Fortune recently profiled Liam Casey, CEO and founder of PCH, who has been offering hardware manufacturers “end-to-end” guidance in developing their products since 1996. PCH clients range from small startups to high-end industry giants, like Apple. Casey launched Highway1 in 2013 to deal principally with startups and to troubleshoot issues for “founders in distress.”

The new venture combines PCH’s experience in engineering and manufacturing consumer hardware with J&J’s extensive market access and leadership in the pharmaceutical and medical device industries.  Hardware for Health is equipped to provide whatever assistance new companies may need to follow through with a successful commercial launch, whether that need is office space, funding, supply chain management, or consultations regarding product design or regulation.

“The program is designed to be a customized solution to meet the entrepreneurs and the teams where they are in their development and to identify the key technical and business milestones for their particular business,” said Stacy Feld, senior director of Consumer Scientific Innovation at J&J Innovation, in an interview with mobihealthnews.

According to Feld, the PCH and J&J partnership comes at the perfect time, as Silicon Valley is in the midst of enjoying a hardware renaissance and is focusing particularly on health and wellness solutions.

“If you look at what’s happening in hardware, there’s really a renaissance going on.
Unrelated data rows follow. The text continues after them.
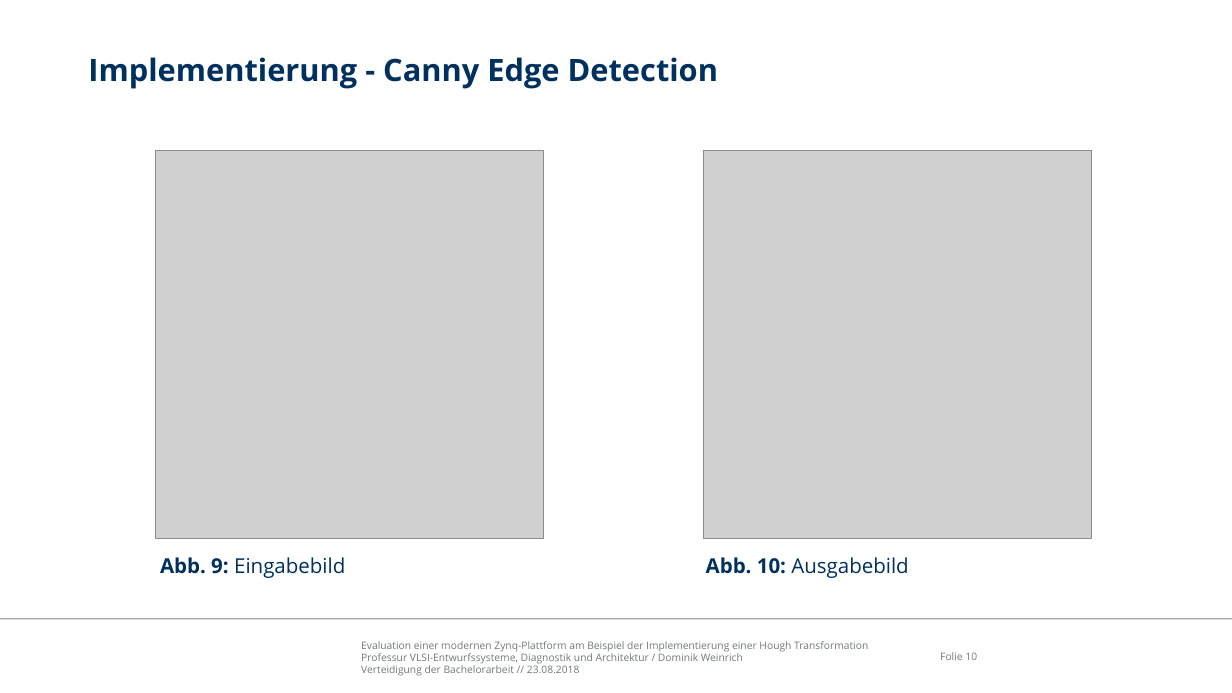
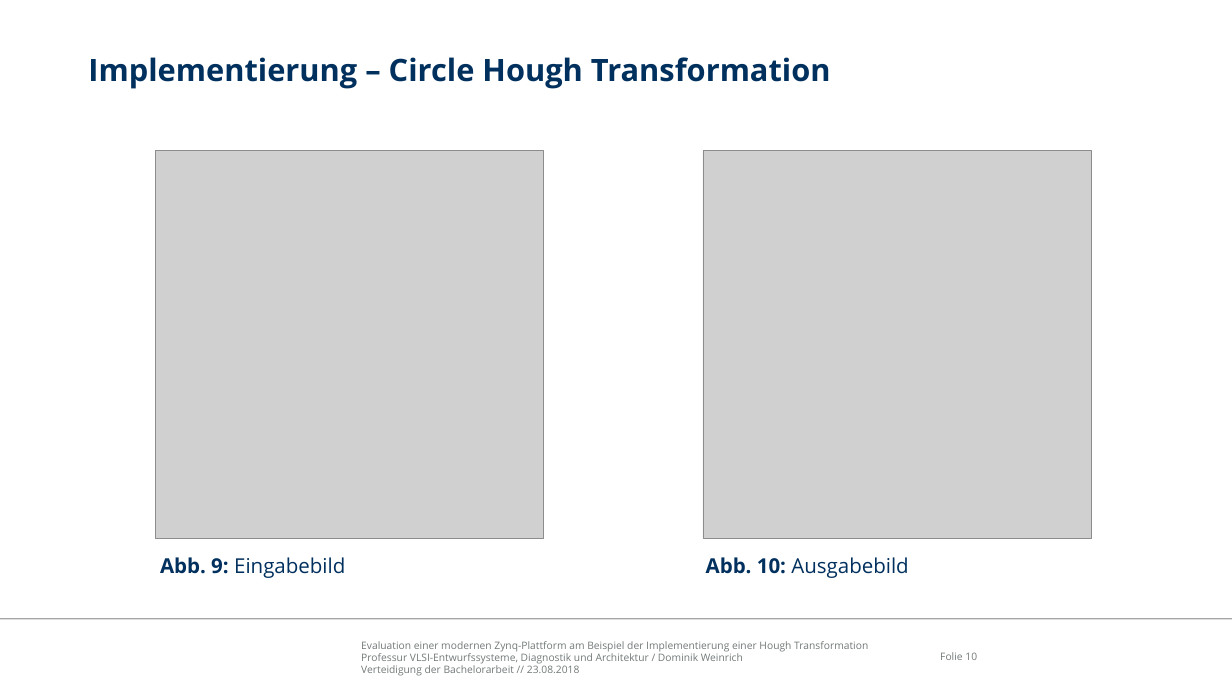
Before and after one commit to freeDom-/hough, a slide deck: slide 10 of Verteidigung/Verteidigung.odp. Drawn at 1232x693 pixels with LibreOffice and Linux fonts; fonts in the diff are those of the drawing; grey boxes stand for pictures; background and template pictures are left out. Boxes give left, top, right and bottom in pixels: in the first picture for what was removed or moved away, otherwise in the second. Text is boxed around its words. In the diff, an @@ line names an element or a change of style, - is before the commit and + after.

```diff
--- a/Verteidigung/Verteidigung.odp
+++ b/Verteidigung/Verteidigung.odp
@@ title at [88,57,831,89]: text changed @@
-Implementierung - Canny Edge Detection
+Implementierung – Circle Hough Transformation
```
Also in this commit, not shown: 11 other slides changed, 1 slide added, 1 other file.

There are new devices, new software algorithms, advanced sensor technologies, and novel imaging innovations,” Feld told mobihealthnews. “And as these new hardware solutions are converging on the consumer health ecosystem, that’s enabling new solutions for consumers to engage in self-care and general health and wellness.”

Fortune reports that new medical device and consumer health product startups launch every day, but the risks are particularly high in the medical field, where a product failure can result in a string of multi-million dollar lawsuits. With added expertise and industry knowledge, startups ushered through Hardware for Health could possibly avoid costly and ruinous missteps.

The Hardware for Health website maintains that the initiative is focused on getting innovative products to patients who need them and getting new companies off to a healthy start. Each entrepreneur will retain ownership of their individual product and company and, though interested companies must apply for the program, the application is free.

Feld said that the company was interested in meeting with entrepreneurs from different backgrounds who were developing a wide variety of products, as long as those products addressed a specific unmet need.

“We are interested in being part of this ecosystem and supporting startups in all of these spaces,” said Feld.